▸ Task to carry out: Pull out every line below holding the word "parent".

###

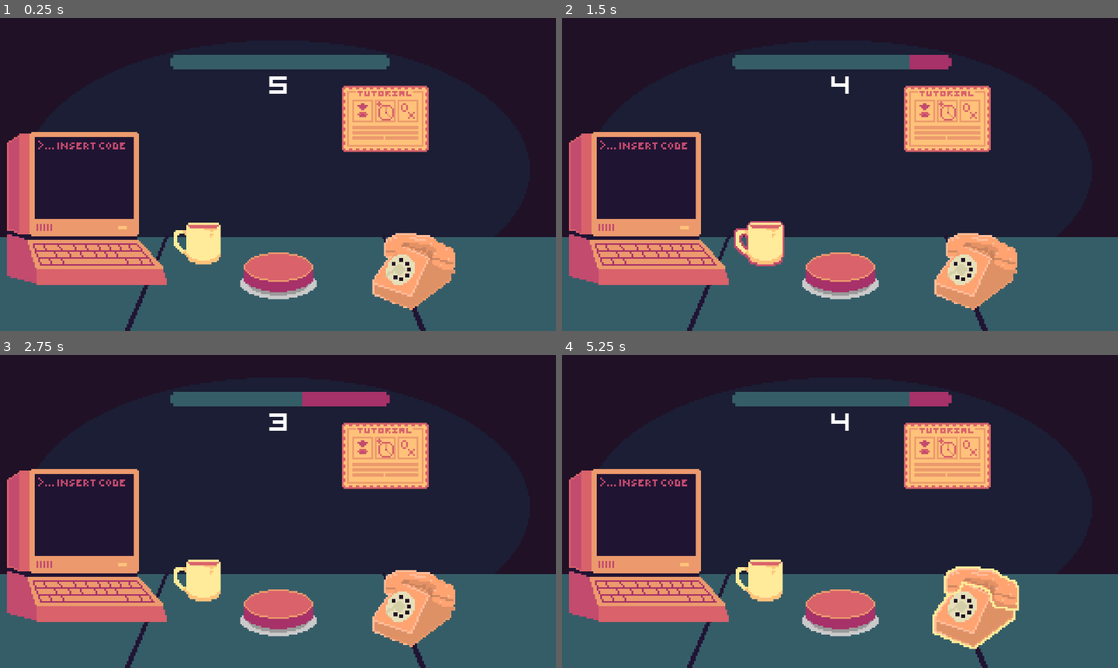
Above: before the commit, frames 1-4 (two rows, left to right).
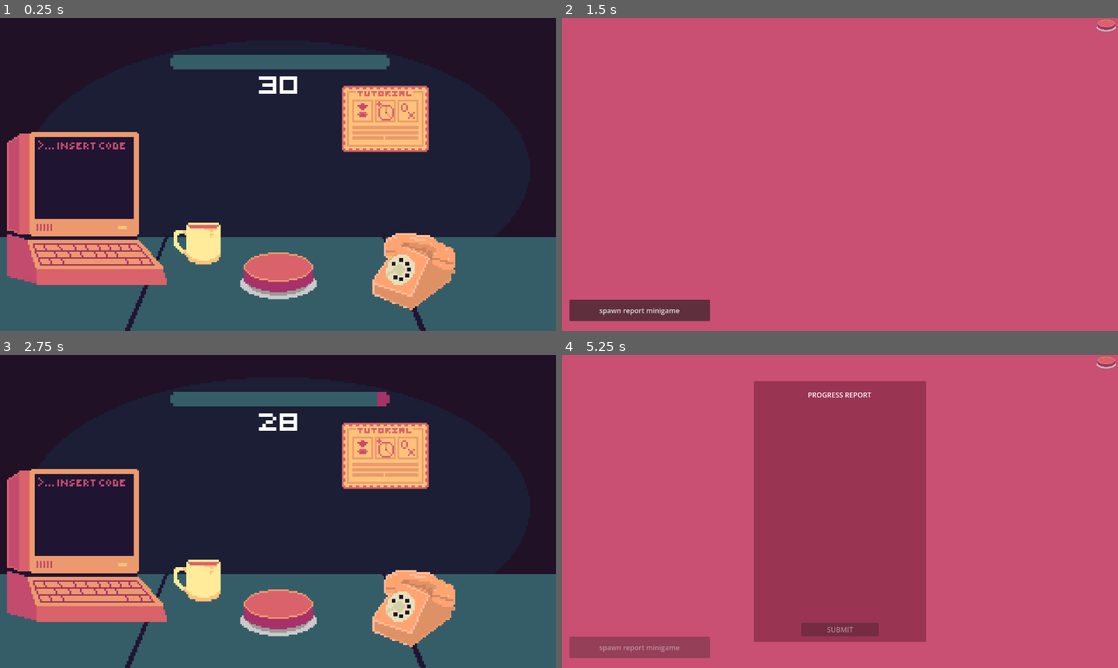
Above: after the commit, the same moments.

Repository: EroAxe/GMTK-2026-CICD-Test
Game: Godot game, scene res://Scenes/prototype.tscn
Two runs of this game, one before a commit and one after it. Both use one fixed random seed, a clock stepped at 60 frames per second and the inputs below. Sound files missing from this copy of the repository are replaced by a short silence.
Inputs (mouse positions are in pixels of both pictures, inside the frame that each line leads up to):
- Up to frame 1 (0.25 s): no input
- Up to frame 2 (1.5 s): click (650, 208) at 0.5 s; click (762, 243) at 1.25 s
- Up to frame 3 (2.75 s): click (544, 364) at 2.02 s
- Up to frame 4 (5.25 s): click (840, 611) at 2.75 s; click (840, 611) at 3.5 s; click (650, 545) at 4.25 s; click (639, 646) at 5 s, where only the run after the commit has a clickable "spawn report minigame"

The runs differ from the first frame. In frame 1, 0.2% of the frame differs, in the area x 46-54%, y 18-25%; in frame 2, 95%; in frame 3, 0.9%; in frame 4, 96%, in the area x 0-100%, y 0-100%.

Commit message:
comments and fixes

Diff:
--- a/Scenes/phone_minigame.tscn
+++ b/Scenes/minigames/phone_minigame.tscn
@@ -1,8 +1,9 @@
 [gd_scene format=3 uid="uid://dmoos8dqd414g"]
 
 [ext_resource type="Texture2D" uid="uid://dp2hwyxe1hdbb" path="res://Assets/Phone_minigame/Phone_idle.png" id="1_cfjcu"]
-[ext_resource type="Script" uid="uid://biip0qvpffsgu" path="res://Scripts/phone_minigame.gd" id="1_uav7e"]
+[ext_resource type="Script" uid="uid://biip0qvpffsgu" path="res://Scripts/minigames/phone_minigame.gd" id="1_uav7e"]
 [ext_resource type="Texture2D" uid="uid://cc1t25efvlohl" path="res://Assets/Phone_minigame/Phone_animation_with_outline(SpriteSheet).png" id="2_uav7e"]
+
 
 [sub_resource type="RectangleShape2D" id="RectangleShape2D_svnkx"]
 size = Vector2(47, 43)
--- a/Scenes/monitor.tscn
+++ b/Scenes/monitor.tscn
@@ -1,8 +1,8 @@
 [gd_scene format=3 uid="uid://cwbbdebrth4ku"]
 
 [ext_resource type="Script" uid="uid://t5ijsj858gyt" path="res://Scripts/monitor.gd" id="1_k0o2w"]
-[ext_resource type="Texture2D" uid="uid://dlno7d70bs5t1" path="res://Assets/idle (Not pressing)).png" id="2_hvrpq"]
-[ext_resource type="Texture2D" uid="uid://btxu723730msl" path="res://Assets/Pressed.png" id="3_rhg0e"]
+[ext_resource type="Texture2D" uid="uid://dlno7d70bs5t1" path="res://Assets/Button/idle (Not pressing)).png" id="2_hvrpq"]
+[ext_resource type="Texture2D" uid="uid://btxu723730msl" path="res://Assets/Button/Pressed.png" id="3_rhg0e"]
 [ext_resource type="Texture2D" uid="uid://b10mx11x51438" path="res://Assets/Fonts/Hovered (1).png" id="4_go7yp"]
 
 [node name="monitor" type="Node2D" unique_id=883829042]
--- a/Scenes/prototype.tscn
+++ b/Scenes/prototype.tscn
@@ -18,7 +18,7 @@
 [ext_resource type="AudioStream" uid="uid://duw7u5rjh6jcw" path="res://Assets/sound_effects/button press fx.wav" id="14_p8x32"]
 [ext_resource type="Texture2D" uid="uid://diig05lu15bdd" path="res://Assets/coffe_assets/coffee.webp" id="15_2mp60"]
 [ext_resource type="Texture2D" uid="uid://ttqcuc4iskp2" path="res://Assets/coffe_assets/coffeehover.webp" id="16_40fcm"]
-[ext_resource type="PackedScene" uid="uid://dmoos8dqd414g" path="res://Scenes/phone_minigame.tscn" id="17_40fcm"]
+[ext_resource type="PackedScene" uid="uid://dmoos8dqd414g" path="res://Scenes/minigames/phone_minigame.tscn" id="17_40fcm"]
 [ext_resource type="PackedScene" uid="uid://57s6ndepfpq0" path="res://Scenes/Dialogue.tscn" id="18_044ci"]
 [ext_resource type="AudioStream" uid="uid://danq45suo3in" path="res://Assets/sound_effects/118107_ndheger_old-style-phone-ringing-rings-three-times (mp3cut.net).wav" id="21_y8y5s"]
 
@@ -92,16 +92,13 @@
 text = "30"
 label_settings = SubResource("LabelSettings_nf0d8")
 
-
 [node name="Computer" type="TextureButton" parent="UI" unique_id=132555774]
-
 layout_mode = 0
 offset_left = 8.0
 offset_top = 242.0
 offset_right = 104.0
 offset_bottom = 341.0
 scale = Vector2(4, 4)
-
 texture_normal = ExtResource("9_fixtb")
 texture_hover = ExtResource("10_xnjhx")
 stretch_mode = 4
@@ -156,16 +153,7 @@
 volume_db = 24.0
 bus = &"Game_sound"
 
-[node name="State(temp visual)" type="Label" parent="TextureButton" unique_id=1237284043]
-layout_mode = 0
-offset_left = 340.0
-offset_top = 362.0
-offset_right = 572.0
-offset_bottom = 385.0
-text = "ENABLED"
-horizontal_alignment = 1
-
-[connection signal="pressed" from="UI/Monitor" to="." method="_on_monitor_pressed"]
+[connection signal="pressed" from="UI/Computer" to="." method="_on_computer_pressed"]
 [connection signal="timeout" from="CountDown" to="." method="_on_count_down_timeout"]
 
 [editable path="Phone_minigame"]
--- a/Scripts/phone_minigame.gd
+++ b/Scripts/minigames/phone_minigame.gd
@@ -1,6 +1,4 @@
 extends Area2D
-
-
 
 func _input_event(viewport: Viewport, event: InputEvent, shape_index: int):
 	var event_is_mouse_click: bool = (
--- a/Scripts/minigames/report_minigame.gd
+++ b/Scripts/minigames/report_minigame.gd
@@ -2,6 +2,7 @@
 class_name ReportMinigame
 
 @onready var report_label: Label = $ColorRect2/ReportLabel
+@onready var submit_button: Button = $ColorRect2/Submit
 
 var report_words := {
 	"status": [
@@ -51,25 +52,26 @@
 		"Anomaly",
 		"Grid"
 	]
-}
+} #random words to be used when filling up report
 
 var word_count: int = 0
 var max_words: int
 
 func _ready() -> void:
 	report_label.text = ""
-	max_words = randi_range(50, 75)
+	max_words = randi_range(50, 75) #maximum words to be able to submit
 
 func _process(delta: float) -> void:
-	$ColorRect2/Submit.disabled = word_count < max_words
+	submit_button.disabled = word_count < max_words  #if max words = enable
 
 func _on_submit_pressed() -> void:
+	#sends signal, the minigame manager will listen to it
 	EventBus.fire("minigame_completed", {"minigame_class": ReportMinigame, "instance": self})
-	queue_free()
+	queue_free() #free the minigame
 
 func _on_report_button_pressed() -> void:
-	var words = report_words["status"]
-	var words_to_add = randi_range(2, 5)
+	var words = report_words["status"] #words in status key
+	var words_to_add = randi_range(2, 5) #random X of words to add per click
 
 	for i in range(words_to_add):
 		if word_count >= max_words:
--- a/Scripts/monitor.gd
+++ b/Scripts/monitor.gd
@@ -3,14 +3,14 @@
 var report_minigame_instance: Node = null
 
 func _on_return_button_pressed() -> void:
-	hide()
+	hide() #hides monitor scene
 
 func _process(delta: float) -> void:
 	print(MiniGameManager.is_active("report"))
-	if MiniGameManager.is_active("report"):
+	if MiniGameManager.is_active("report"): #temporary button btw
 		$spawnreportminigame.disabled = true
 	else:
 		$spawnreportminigame.disabled = false
 
 func _on_spawnreportminigame_pressed() -> void:
-	MiniGameManager.spawn("report", self)
+	MiniGameManager.spawn("report", self) #spawbs reportminigame
--- a/Scripts/prototype.gd
+++ b/Scripts/prototype.gd
@@ -1,7 +1,7 @@
 extends Node
 
 @onready var count_down: Timer = $CountDown
-@export var initial_count := 5
+@export var initial_count := 30
 @onready var _count_down_label: Label = %CountDownLabel
 @onready var button: TextureButton = $UI/Button
 @onready var texture_progress_bar: TextureProgressBar = %TextureProgressBar
@@ -15,7 +15,6 @@
 #minigames
 var monitor_instance: Node = null
 var monitor_scene_ins: PackedScene = preload("res://Scenes/monitor.tscn")
-var active_minigame_count: int = 0
 
 func _ready() -> void:
 	_count = initial_count
@@ -24,14 +23,11 @@
 	texture_progress_bar.value = _count
 	button.pressed.connect(_on_button_pressed)
 	trigger_phone_call()
-	EventBus.subscribe("minigame_started", _on_minigame_started)
-	EventBus.subscribe("minigame_completed", _on_minigame_completed)
 
 func _process(delta: float) -> void:
 	texture_progress_bar.value = _count
-	print(MiniGameManager.any_active())
-	$UI/Button.disabled = MiniGameManager.any_active()
-
+	print(MiniGameManager.any_active()) #debug print for when any miningames are active.
+	$UI/Button.disabled = MiniGameManager.any_active() #there are minigames running = disabled
 
 func _on_count_down_timeout() -> void:
 	_count -= 1
@@ -55,15 +51,9 @@
 	dialog.show()
 	dialog.show_text(0)
 
-func _on_monitor_pressed() -> void:
+func _on_computer_pressed() -> void:
 	if monitor_instance != null and is_instance_valid(monitor_instance):
-		monitor_instance.show()
+		monitor_instance.show() #if the monitor is already added then just show it, because when u return it hides it.
 		return
 	monitor_instance = monitor_scene_ins.instantiate()
 	add_child(monitor_instance)
-
-func _on_minigame_started(payload: Dictionary) -> void:
-	active_minigame_count += 1
-
-func _on_minigame_completed(payload: Dictionary) -> void:
-	active_minigame_count -= 1
--- a/autoload/MiniGameManager.gd
+++ b/autoload/MiniGameManager.gd
@@ -1,13 +1,16 @@
 extends Node
 var active_minigames: Dictionary = {}
+
+#add your mini game scenes here.
 var minigame_scenes := {
 	"report": preload("res://Scenes/minigames/report_minigame.tscn")
 }
 
 func _ready() -> void:
-	EventBus.subscribe("minigame_completed", _on_completed)
+	EventBus.subscribe("minigame_completed", _on_completed) #listens to minigames that have been completed
 
 func spawn(minigame_id: String, parent: Node) -> Node:
+	#spawns the mini games via MiniGameManager.spawn("report", self) as example.
 	if not minigame_scenes.has(minigame_id):
 		push_error("Unknown minigame: %s" % minigame_id)
 		return null
@@ -17,6 +20,7 @@
 	return instance
 
 func _on_completed(payload: Dictionary) -> void:
+	#when mini games are completed they are removed from active_minigames
 	if payload.has("instance"):
 		for id in active_minigames.keys():
 			if active_minigames[id] == payload["instance"]:
@@ -24,6 +28,7 @@
 				break
 
 func is_active(minigame_id: String) -> bool:
+	#checks if any SPECIFIC minigames are active/started. example of use 	if MiniGameManager.is_active("report"): 		$spawnreportminigame.disabled = true 	else: 		$spawnreportminigame.disabled = false
 	if not active_minigames.has(minigame_id):
 		return false
 	if not is_instance_valid(active_minigames[minigame_id]):
@@ -32,6 +37,7 @@
 	return true
 
 func any_active() -> bool:
+	#check if ANY MINIGAMES are currently active. example of use $UI/Button.disabled = MiniGameManager.any_active() - if true it disables it and if false it enables it.
 	for id in active_minigames.keys():
 		if is_active(id):
 			return true
--- a/project.godot
+++ b/project.godot
@@ -9,6 +9,7 @@
 config_version=5
 
 [application]
+
 config/name="GMTK 2026"
 run/main_scene="uid://cgi3yijmkopsq"
 config/features=PackedStringArray("4.7", "Forward Plus")
Renamed: Scripts/phone_minigame.gd.uid -> Scripts/minigames/phone_minigame.gd.uid

###

▸ Answer to this problem:
 [node name="Computer" type="TextureButton" parent="UI" unique_id=132555774]
-[node name="State(temp visual)" type="Label" parent="TextureButton" unique_id=1237284043]
 func spawn(minigame_id: String, parent: Node) -> Node:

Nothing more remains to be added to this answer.